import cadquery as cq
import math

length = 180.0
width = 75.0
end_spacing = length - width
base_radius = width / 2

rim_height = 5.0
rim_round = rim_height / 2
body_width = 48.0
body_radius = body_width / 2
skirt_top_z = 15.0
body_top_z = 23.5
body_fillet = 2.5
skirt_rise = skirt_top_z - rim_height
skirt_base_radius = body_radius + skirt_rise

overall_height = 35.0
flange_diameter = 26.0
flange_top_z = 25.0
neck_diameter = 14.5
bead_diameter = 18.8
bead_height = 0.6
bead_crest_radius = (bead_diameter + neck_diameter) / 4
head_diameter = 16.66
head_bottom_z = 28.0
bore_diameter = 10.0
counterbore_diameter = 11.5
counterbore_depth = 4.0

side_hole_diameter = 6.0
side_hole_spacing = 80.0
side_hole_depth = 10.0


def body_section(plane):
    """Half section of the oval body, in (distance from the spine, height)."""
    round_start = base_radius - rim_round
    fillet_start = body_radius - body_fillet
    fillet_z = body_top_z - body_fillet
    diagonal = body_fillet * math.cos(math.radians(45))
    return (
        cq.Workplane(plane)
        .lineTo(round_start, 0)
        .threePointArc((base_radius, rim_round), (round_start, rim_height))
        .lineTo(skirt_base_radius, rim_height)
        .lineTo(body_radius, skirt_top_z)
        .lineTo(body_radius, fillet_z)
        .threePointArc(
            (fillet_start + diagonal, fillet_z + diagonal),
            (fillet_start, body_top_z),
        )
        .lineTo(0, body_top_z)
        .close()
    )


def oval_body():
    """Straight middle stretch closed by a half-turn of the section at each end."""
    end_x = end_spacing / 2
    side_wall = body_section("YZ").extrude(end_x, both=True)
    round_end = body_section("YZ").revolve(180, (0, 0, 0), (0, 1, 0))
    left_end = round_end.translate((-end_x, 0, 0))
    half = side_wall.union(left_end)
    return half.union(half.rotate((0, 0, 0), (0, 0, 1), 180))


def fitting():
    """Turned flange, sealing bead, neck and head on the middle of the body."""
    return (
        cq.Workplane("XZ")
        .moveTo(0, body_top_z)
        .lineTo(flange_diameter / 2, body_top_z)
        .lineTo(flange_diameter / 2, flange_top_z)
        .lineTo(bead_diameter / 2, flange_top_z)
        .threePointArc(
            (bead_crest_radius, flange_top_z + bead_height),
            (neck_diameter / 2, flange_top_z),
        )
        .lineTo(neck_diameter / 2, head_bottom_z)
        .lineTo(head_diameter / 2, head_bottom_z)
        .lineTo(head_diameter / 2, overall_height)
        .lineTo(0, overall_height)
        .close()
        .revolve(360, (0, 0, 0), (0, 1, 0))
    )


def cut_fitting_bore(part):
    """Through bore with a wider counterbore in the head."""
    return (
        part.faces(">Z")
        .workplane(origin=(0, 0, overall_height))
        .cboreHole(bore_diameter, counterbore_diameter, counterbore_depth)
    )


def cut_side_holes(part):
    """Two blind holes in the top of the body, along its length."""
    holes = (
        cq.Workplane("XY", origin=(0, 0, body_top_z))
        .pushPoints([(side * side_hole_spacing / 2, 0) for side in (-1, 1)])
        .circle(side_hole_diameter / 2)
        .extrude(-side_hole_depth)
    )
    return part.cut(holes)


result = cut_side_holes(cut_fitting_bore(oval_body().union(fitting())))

▸ **What you will do**
Please give back exactly the lines of this listing beginning at the line with "skirt_rise = skirt_top_z - rim_height" and ending with the line with "counterbore_depth = 4.0", both included, and nothing else.

▸ **The answer**
skirt_rise = skirt_top_z - rim_height
skirt_base_radius = body_radius + skirt_rise

overall_height = 35.0
flange_diameter = 26.0
flange_top_z = 25.0
neck_diameter = 14.5
bead_diameter = 18.8
bead_height = 0.6
bead_crest_radius = (bead_diameter + neck_diameter) / 4
head_diameter = 16.66
head_bottom_z = 28.0
bore_diameter = 10.0
counterbore_diameter = 11.5
counterbore_depth = 4.0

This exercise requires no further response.